La presente invención se refiere a un método y
kit para la detección de cáncer de vejiga mediante la determinación
del nivel de expresión de la cadena beta de la proteína del
complemento C4A.
Description
Método para la detección de cáncer de
vejiga.
\global\parskip0.900000\baselineskip
La presente invención se encuadra en general en
el campo de la biomedicina y en particular se refiere a un método y
kit para la detección del cáncer de vejiga.
El cáncer de vejiga es uno de los tipos de
cáncer más frecuentes, siendo el cuarto cáncer más frecuente en
hombres y el octavo en mujeres, representado aproximadamente el 5%
del total de los cánceres diagnosticados en Estados Unidos (A.
Jemal, T. Murray, A. Samuels, A. Ghafoor, E. Ward, M.J. Thun, CA
Cáncer J Clin 53 (2003) 5). De éstos, más del 90% son carcinomas
transicionales (TCC) (E.M. Messing, T.B. Young, V.B. Hunt, K.W.
Gilchrist, M.A. Newton, L.L. Bram, W.J. Hisgen, E.B. Greenberg, M.E.
Kuglitsch, J.D. Wegenke, Urology 45 (1995) 387), (J.P. Stein, G.D.

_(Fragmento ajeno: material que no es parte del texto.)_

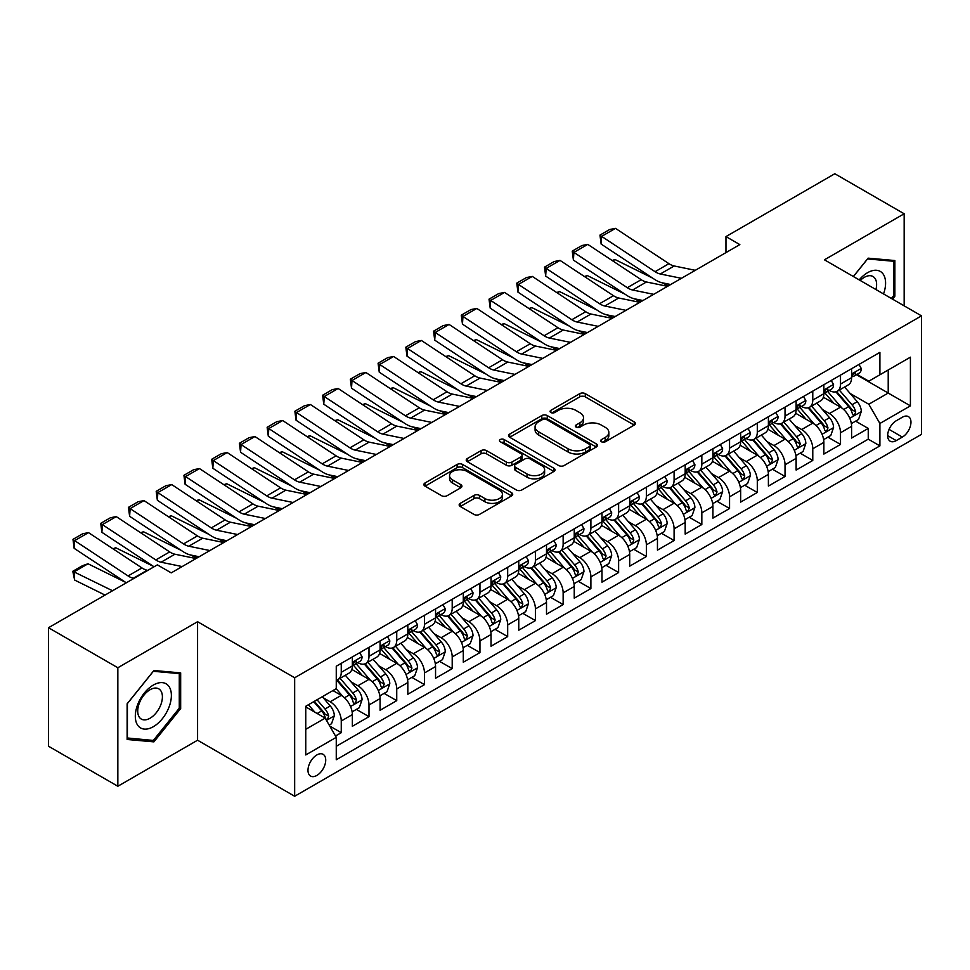 <?xml version="1.0" encoding="UTF-8"?>
<svg xmlns="http://www.w3.org/2000/svg" width="970" height="970" viewBox="0 0 970 970"><rect width="100%" height="100%" fill="white"/><g stroke="black" fill="none" stroke-linecap="round" stroke-linejoin="round"><path stroke-width="1.45" d="M601.497 441.774A2.692 1.552 0 0 0 605.316 441.774L634.235 425.066A3.856 2.219 0 0 0 635.362 423.502A3.856 2.219 0 0 0 634.235 421.926L585.237 393.638A3.856 2.219 0 0 0 579.793 393.638L550.863 410.334A2.692 1.552 0 0 0 550.075 411.438A2.692 1.552 0 0 0 550.863 412.529A2.692 1.552 0 0 0 554.67 412.529L558.417 410.371A12.319 7.117 0 0 1 575.841 410.371L579.927 412.735A12.319 7.117 0 0 1 583.54 417.755A12.319 7.117 0 0 1 579.927 422.787L576.18 424.945A2.692 1.552 0 0 0 575.392 426.048A2.692 1.552 0 0 0 576.18 427.152A2.692 1.552 0 0 0 579.999 427.152L583.734 424.993A12.319 7.117 0 0 1 601.157 424.993L605.244 427.346A12.319 7.117 0 0 1 608.857 432.377A12.319 7.117 0 0 1 605.244 437.409L601.497 439.568A2.692 1.552 0 0 0 600.709 440.671A2.692 1.552 0 0 0 601.497 441.774L601.497 439.568M316.85 775.442A12.549 7.251 120 0 0 325.047 764.384A12.549 7.251 120 0 0 323.119 754.32A12.549 7.251 120 0 0 316.85 754.951A12.549 7.251 120 0 0 308.654 766.009A12.549 7.251 120 0 0 310.57 776.061A12.549 7.251 120 0 0 316.85 775.442M460.277 503.345A3.856 2.219 0 0 0 459.149 504.921A3.856 2.219 0 0 0 460.277 506.486L474.015 514.427A3.856 2.219 0 0 0 479.459 514.427L511.59 495.876A3.856 2.219 0 0 0 512.718 494.312A3.856 2.219 0 0 0 511.59 492.736L462.581 464.448A3.856 2.219 0 0 0 457.137 464.448L425.018 482.987A3.856 2.219 0 0 0 423.89 484.563A3.856 2.219 0 0 0 425.018 486.14L441.617 495.718A3.856 2.219 0 0 0 447.073 495.718L460.811 487.789A3.856 2.219 0 0 0 461.938 486.212A3.856 2.219 0 0 0 460.811 484.636L452.578 479.883A10.294 5.941 0 0 1 449.559 475.676A10.294 5.941 0 0 1 455.924 470.183A10.294 5.941 0 0 1 467.14 471.481L499.404 490.105A10.294 5.941 0 0 1 502.424 494.312A10.294 5.941 0 0 1 496.07 499.805A10.294 5.941 0 0 1 484.842 498.507L479.459 495.403A3.856 2.219 0 0 0 474.015 495.403L460.277 503.345L460.277 506.486M197.577 621.709L117.843 667.748L48.5 627.723L48.5 746.221L117.843 786.258L197.577 740.219L294.662 796.261L294.662 677.763L197.577 621.709L197.577 740.219M904.161 305.853L904.161 213.776L824.427 259.815L921.5 315.856L294.662 677.763M904.161 213.776L834.818 173.739L725.96 236.595L725.96 252.6M48.5 627.723L157.37 564.867L171.229 572.87L739.831 244.598L725.96 236.595M558.696 465.539A3.856 2.219 0 0 0 564.14 465.539L596.259 447A3.856 2.219 0 0 0 597.387 445.424A3.856 2.219 0 0 0 596.259 443.848L547.25 415.56A3.856 2.219 0 0 0 541.806 415.56L509.686 434.111A3.856 2.219 0 0 0 508.559 435.675A3.856 2.219 0 0 0 509.686 437.252L558.696 465.539M501.369 442.356A2.692 1.552 0 0 1 504.109 442.732L504.109 439.531L553.931 468.292A3.856 2.219 0 0 1 555.058 469.868A3.856 2.219 0 0 1 553.931 471.432L521.799 489.983A3.856 2.219 0 0 1 516.355 489.983L467.346 461.696L467.346 458.543A3.856 2.219 0 0 0 466.218 460.12A3.856 2.219 0 0 0 467.346 461.696M467.346 458.543L481.096 450.613A3.856 2.219 0 0 1 486.54 450.613L506.413 462.084A3.856 2.219 0 0 0 511.857 462.084L520.987 456.821A3.856 2.219 0 0 0 522.115 455.245A3.856 2.219 0 0 0 520.987 453.681L500.29 441.726A2.692 1.552 0 0 1 499.501 440.635A2.692 1.552 0 0 1 501.163 439.192A2.692 1.552 0 0 1 504.109 439.531M335.499 736.012L341.258 732.689L329.751 726.045M323.204 697.757L330.164 701.783A15.69 9.057 60 0 1 341.258 721.001L352.353 714.587L352.353 726.287L368.988 716.672L356.378 709.385M350.934 681.752L357.894 685.766A15.69 9.057 60 0 1 368.988 704.984L380.082 698.582L380.082 710.27L396.73 700.655L384.108 693.38M378.676 665.735L385.636 669.761A15.69 9.057 60 0 1 396.73 688.967L407.824 682.565L407.824 694.253L424.46 684.65L411.85 677.363M406.406 649.718L413.365 653.744A15.69 9.057 60 0 1 424.46 672.962L435.554 666.548L435.554 678.248L452.202 668.633L439.58 661.346M434.148 633.713L441.107 637.726A15.69 9.057 60 0 1 452.202 656.945L463.296 650.543L463.296 662.231L479.944 652.616L467.322 645.329M461.878 617.696L468.849 621.709A15.69 9.057 60 0 1 479.944 640.928L491.038 634.525L491.038 646.214L507.674 636.611L495.052 629.324M489.62 601.679L496.579 605.704A15.69 9.057 60 0 1 507.674 624.922L518.768 618.508L518.768 630.197L535.416 620.594L522.794 613.307M517.349 585.662L524.321 589.687A15.69 9.057 60 0 1 535.416 608.905L546.51 602.503L546.51 614.192L563.146 604.577L550.524 597.29M545.091 569.657L552.051 573.67A15.69 9.057 60 0 1 563.146 592.888L574.24 586.486L574.24 598.175L590.888 588.572L578.265 581.285M572.821 553.64L579.793 557.665A15.69 9.057 60 0 1 590.888 576.883L601.982 570.469L601.982 582.158L618.617 572.555L605.995 565.267M600.563 537.622L607.523 541.648A15.69 9.057 60 0 1 618.617 560.866L629.712 554.464L629.712 566.153L646.36 556.537L633.737 549.25M628.293 521.617L635.265 525.631A15.69 9.057 60 0 1 646.36 544.849L657.454 538.447L657.454 550.135L674.089 540.533L661.467 533.245M656.035 505.6L662.995 509.626A15.69 9.057 60 0 1 674.089 528.832L685.184 522.43L685.184 534.118L701.831 524.515L689.209 517.228M683.765 489.583L690.737 493.609A15.69 9.057 60 0 1 701.831 512.827L712.926 506.413L712.926 518.113L729.561 508.498L716.939 501.211M711.507 473.578L718.467 477.592A15.69 9.057 60 0 1 729.561 496.81L740.656 490.408L740.656 502.096L757.303 492.481L744.681 485.206M739.237 457.561L746.209 461.575A15.69 9.057 60 0 1 757.303 480.793L768.398 474.391L768.398 486.079L785.033 476.476L772.423 469.189M766.979 441.544L773.939 445.57A15.69 9.057 60 0 1 785.033 464.788L796.127 458.373L796.127 470.062L812.775 460.459L800.153 453.172M794.721 425.539L801.681 429.552A15.69 9.057 60 0 1 812.775 448.77L823.87 442.368L823.87 454.057L840.505 444.442L840.505 432.753A15.69 9.057 -120 0 0 829.411 413.535L822.451 409.522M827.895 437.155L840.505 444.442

Grossfeld, D.A. Ginsberg, D. Esrig, J.A. Freeman, A.J. Figueroa,
D.G. Skinner, R.J. Cote, J Urol 160 (1998) 645). Alrededor del 75%
de los casos diagnosticados son superficiales y pueden ser
extirpados sin demasiadas complicaciones mientras que el 25%
restante son de carácter invasivo (V.B. Lokeshwar, M.G. Selzer, Urol
Oncol 24 (2006) 528). En estos casos la detección precoz
condicionaría el tratamiento y mejoraría las expectativas de los
pacientes. Además, el índice de recurrencia del cáncer de vejiga es
del os más elevados por lo que los. pacientes suelen ser sometidos a
controles periódicos tras la primera aparición. La detección precoz
de los tumores invasivos así como de los recurrentes, que
frecuentemente revisten mayor gravedad que los primariamente
detectados, sería de una enorme utilidad para aumentar las
expectativas de los pacientes.
En la actualidad, el diagnóstico más seguro se
realiza mediante cistoscopia y biopsia. Ambos métodos son invasivos,
complicados y costosos. Es por ello que el coste por paciente de
cáncer de vejiga desde su detección hasta su muerte sea el más alto
de todos los tipos de cáncer (G.F. Riley, A.L. Potosky, J.D. Lubitz,
L.G. Kessler, Med.Care 33 (1995) 828), (H. Hedelin, S. Holmang, L.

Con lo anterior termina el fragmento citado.